Although aerofoils of the NACA 6-series, mentioned above, have now largely been replaced by more modern designs, it is worth looking at them in some detail, because a considerable amount of experimental data has been acquired for them. The conclusions that can be drawn are generally applicable to other families of aerofoils.
Figure 4.6 shows the lift and drag coefficient curves for two aerofoils of this type. It will be seen that there is a short central dip or ‘bucket’ shape in the drag curve. This represents the conditions where the desired laminar boundary layer occurs, giving low drag. For efficient cruising, the wing section must be operated in the ‘bucket’ region.
As with other NACA aerofoil families, the designation number of 6-series aerofoils gives the most important features in coded form. The system of coding is complicated, but is described by Abbott and von Doenhoff (1949), who also give details of earlier series NACA sections.
In the example given in Fig. 4.5(b), the second number indicates that a favourable pressure gradient on the upper surface exists up to 5 tenths of the chord, i. e. half way along. This is near the position of maximum thickness. The normal range for this position is between 3 and 6 tenths of the wing chord. Moving the position of maximum thickness rearward reduces the value of the minimum drag coefficient, but narrows the range of angle of attack over which low-drag laminar flow can be maintained. It also reduces the maximum lift coefficient that can be obtained, as a long region of unfavourable pressure gradient develops at high angles of attack.
Because of the restricted range of efficient operating conditions, and practical difficulties in maintaining laminar flow over a large proportion of the surface, aerofoils with the maximum thickness point aft of about 50 per cent are only suitable for rather specialised applications.
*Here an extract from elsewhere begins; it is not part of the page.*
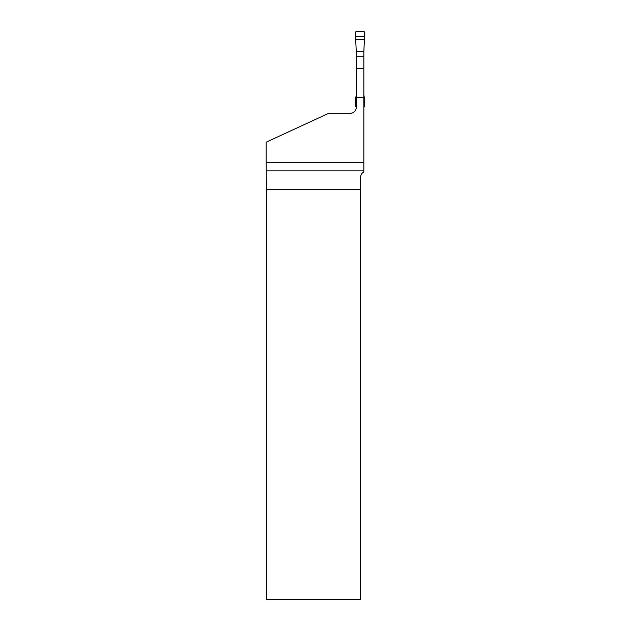 <?xml version="1.0" encoding="UTF-8"?>
<svg xmlns="http://www.w3.org/2000/svg" width="631" height="631" viewBox="0 0 631 631"><rect width="100%" height="100%" fill="white"/><g stroke="black" fill="none" stroke-linecap="round" stroke-linejoin="round"><path stroke-width="0.95" d="M266.195 162.68L266.353 189.592L360.53 189.592L360.53 177.374C360.735 174.755 361.839 172.957 363.842 171.971L363.842 162.68L266.195 162.68L266.195 142.172L328.688 113.328L350.213 113.328A6.058 6.058 0 0 0 356.27 107.27L356.27 56.269L363.842 56.269L363.842 97.663L356.27 97.663M363.842 162.68L363.842 97.663M266.353 189.592L266.353 599.45L360.53 599.45L360.53 189.592M356.27 107.349A6.058 6.058 0 0 1 350.213 113.328M356.27 68.463L363.842 68.463M364.56 36.724L355.561 36.724L355.316 32.307L356.073 31.55L364.048 31.55L364.805 32.307L364.56 36.724L355.561 36.724C355.056 34.65 355.229 32.93 356.073 31.55L364.048 31.55C364.892 32.93 365.057 34.65 364.56 36.724L363.842 51.608L356.27 51.608L356.27 56.269M356.27 51.608L355.561 36.724M363.842 56.269L363.842 51.608M363.842 94.76L364.537 99.13L363.842 99.13M356.27 94.76L355.584 99.13L356.27 99.13M356.27 107.27L355.316 106.513L355.584 99.13M364.537 99.13L364.805 106.513L363.842 107.27M364.537 39.69L355.584 39.69M364.56 102.096L363.842 102.096M356.27 102.096L355.561 102.096M363.842 170.898L266.329 170.898"/></g></svg>

A whole family of aerofoils having the same basic profile, but with different ratios of maximum thickness to chord, can be drawn. The last two figures in the NACA code indicate the percentage thickness-to-chord ratio.
Reducing the thickness-to-chord ratio has a similar effect to moving the maximum thickness point rearwards. The minimum drag coefficient falls with decreasing thickness, but the maximum lift coefficient is reduced, together with the width of the low-drag laminar bucket.
From Fig. 4.7, it is easy to see why the latter two effects occur. For a thin aerofoil, once the angle of attack is increased by more than a few degrees, the region of favourable pressure gradient on the upper surface decreases rapidly, with a consequential reduction in the proportion of laminar boundary layer. At high angles of attack, the thin nose is likely to provoke leading-edge separation.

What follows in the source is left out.